My mistake–the off-grid holes are unthreaded dowel pin holes. Only the 80 grid holes are threaded. I’ve gotten adventurous and am printing 80 more plugs, layer-at-a-time so they are all grouped together on the plate, using 100 outer and 200mm/s inner speed except for the slower first layer. The brims all run together. And I really need to do a bed leveling–the discrete brims on my first set of parts varied widely in their peel-ability. Some pulled right off and some I needed to use a side-cutter on…
I tried printing a batch of the plugs from 85A TPU to use in the non-threaded holes. Not a win. By the time I got the plug pressed into the hole, it tended to pop below the surface and I needed to use a dental pick (the “weeding” tool I’m using for the vinyl cutting) to extract it.
I may enlarge the chamfer on the dowel pin holes a smidge. As it is, the chamfer seems too narrow to give enough of a stop for a hole plug that needs to be pressed in.
I’ll try modeling a push-in plug with little crush ribs, or maybe a hex body with a circular tapered flange to seat into the enlarged chamfer. I could print it from regular PLA in that case.
If you’re not usually cutting ferrous metals, you might get away with a pack off the shelf precision dowels. They could sit ~flush or just below flush and you can use a magnet to pull em out.

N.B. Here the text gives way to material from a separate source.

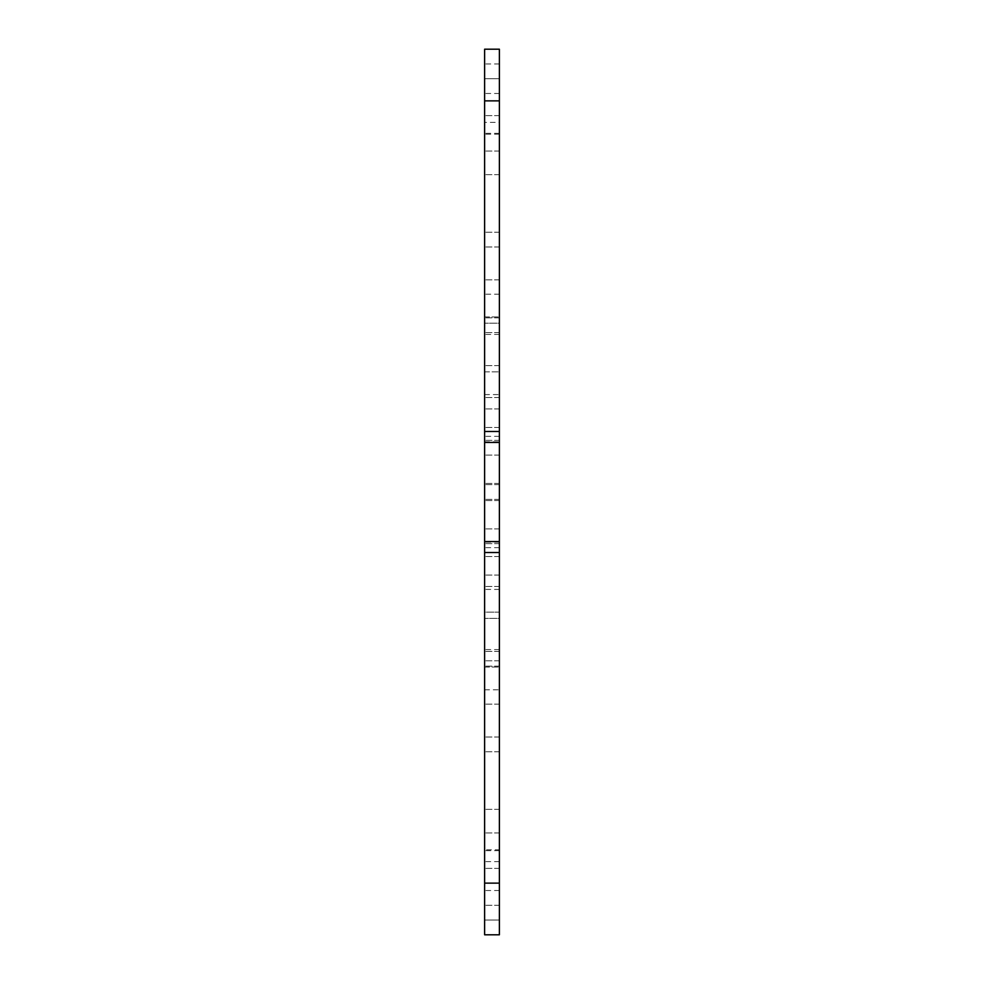 <?xml version="1.0" encoding="UTF-8"?>
<svg xmlns="http://www.w3.org/2000/svg" width="984" height="984" viewBox="0 0 984 984"><rect width="100%" height="100%" fill="white"/><g stroke="black" fill="none" stroke-linecap="round" stroke-linejoin="round"><path stroke-width="0.74" stroke-dasharray="4.92 3.69" d="M499.38 492L499.38 542.184L499.38 492M484.62 492L484.62 542.184L484.62 492M484.62 934.8L499.38 934.8L499.38 528.9L499.38 934.8L484.62 934.8L484.62 49.2L484.62 455.1L484.62 49.2L499.38 49.2L484.62 49.2L499.38 49.2L499.38 934.8L484.62 934.8L484.62 528.9L484.62 934.8L484.62 868.38L484.62 934.8L499.38 934.8L484.62 934.8M484.62 552.516L484.62 651.408L484.62 552.516L499.38 552.516L499.38 651.408L499.38 552.516M484.62 431.484L484.62 332.592L484.62 431.484L499.38 431.484L499.38 332.592L499.38 431.484M484.62 849.832L484.62 751.776L484.62 849.832L499.38 849.832M484.62 133.332L484.62 317.832L484.62 133.332L499.38 133.332L499.38 317.832L499.38 133.332M484.62 316.959L484.62 484.62L484.62 174.66L484.62 316.959L499.38 316.959L499.38 174.66L499.38 484.62L499.38 151.044L499.38 323.195L499.38 316.959L484.62 316.959M484.62 920.04L484.62 666.168L484.62 920.04L499.38 920.04L499.38 666.168L499.38 920.04L484.62 920.04L499.38 920.04M484.62 612.159L484.62 832.956L484.62 499.38L484.62 612.159L499.38 612.159L499.38 499.38L499.38 832.956L499.38 500.561L499.38 618.395L499.38 612.159L484.62 612.159M499.38 49.2L499.38 455.1L499.38 49.2L499.38 115.62L499.38 49.2L484.62 49.2L499.38 49.2M499.38 122.36L499.38 232.224L499.38 78.72L484.62 78.72L499.38 78.72L484.62 78.72L499.38 78.72L499.38 122.36L484.62 122.36M499.38 618.395L499.38 589.416L499.38 618.395L484.62 618.395L499.38 618.395M499.38 323.195L499.38 294.216L499.38 323.195L484.62 323.195L499.38 323.195M499.38 850.668L484.62 850.668M499.38 666.168L484.62 666.168L499.38 666.168M499.38 660.805L484.62 660.805L499.38 660.805M484.62 667.041L499.38 667.041L484.62 667.041M499.38 704.126L484.62 704.126L499.38 704.126M499.38 575.074L484.62 575.074L499.38 575.074M499.38 832.956L484.62 832.956L499.38 832.956M499.38 649.575L484.62 649.575M499.38 547.658L484.62 547.658M499.38 500.561L484.62 500.561L499.38 500.561M499.38 556.526L484.62 556.526L499.38 556.526M499.38 737.016L484.62 737.016L499.38 737.016M499.38 499.38L484.62 499.38L499.38 499.38M499.38 809.34L484.62 809.34L499.38 809.34M499.38 905.28L484.62 905.28L499.38 905.28M499.38 751.776L484.62 751.776L499.38 751.776M499.38 528.9L484.62 528.9L499.38 528.9M499.38 543.66L484.62 543.66L499.38 543.66M499.38 861.64L484.62 861.64M499.38 868.38L484.62 868.38L499.38 868.38M499.38 365.605L484.62 365.605L499.38 365.605M484.62 371.841L499.38 371.841L484.62 371.841M499.38 408.926L484.62 408.926L499.38 408.926M499.38 151.044L484.62 151.044L499.38 151.044M499.38 334.425L484.62 334.425M499.38 436.342L484.62 436.342M499.38 483.439L484.62 483.439L499.38 483.439M499.38 427.474L484.62 427.474L499.38 427.474M499.38 279.874L484.62 279.874L499.38 279.874M499.38 246.984L484.62 246.984L499.38 246.984M499.38 63.96L484.62 63.96M499.38 317.832L484.62 317.832L499.38 317.832M499.38 484.62L484.62 484.62L499.38 484.62M499.38 174.66L484.62 174.66L499.38 174.66M499.38 134.168L484.62 134.168M499.38 232.224L484.62 232.224L499.38 232.224M499.38 455.1L484.62 455.1L499.38 455.1M499.38 440.34L484.62 440.34L499.38 440.34M499.38 332.592L484.62 332.592L499.38 332.592M499.38 397.536L484.62 397.536L499.38 397.536M499.38 586.464L484.62 586.464L499.38 586.464M499.38 651.408L484.62 651.408L499.38 651.408M499.38 115.62L484.62 115.62L499.38 115.62M499.38 890.52L484.62 890.52M499.38 93.48L484.62 93.48M499.38 542.184L484.62 542.184M484.62 689.784L499.38 689.784M499.38 589.416L484.62 589.416M484.62 394.584L499.38 394.584M499.38 294.216L484.62 294.216M484.62 441.816L499.38 441.816"/><path stroke-width="1.48" d="M484.62 883.14L484.62 934.8L499.38 934.8L499.38 552.516L484.62 552.516L484.62 883.14L499.38 883.14M484.62 552.516L484.62 431.484L499.38 431.484L499.38 49.2L484.62 49.2L484.62 431.484M499.38 431.484L499.38 552.516M499.38 541.544L484.62 541.544M499.38 442.456L484.62 442.456M484.62 100.86L499.38 100.86"/></g></svg>

Depending on the exact specs it should be like $10
That’s a good suggestion, Tyler. Since the dowel holes are thru, I’m just wondering if the dowels are a tight enough fit to not slip on thru, would a magnet be enough to extricate them?
Oh that’s a good point, I hadn’t considered them being though hole.
Probably not the best idea to have it just hanging out there without any real retention.
Maybe going with the 3d print is a good idea after all. Your idea of some crush ribs would certainly work, getting them out might be annoying but I rarely use them with the current workflows I’ve got so maybe it’s worthwhile for me.
So the hole plugs are great, until I forget they are there and wonder why I can’t screw my spoilboard back onto the table… A task for tomorrow is to print out a bright orange set like yours, Tyler (but with the screwdriver slots, they work really nicely).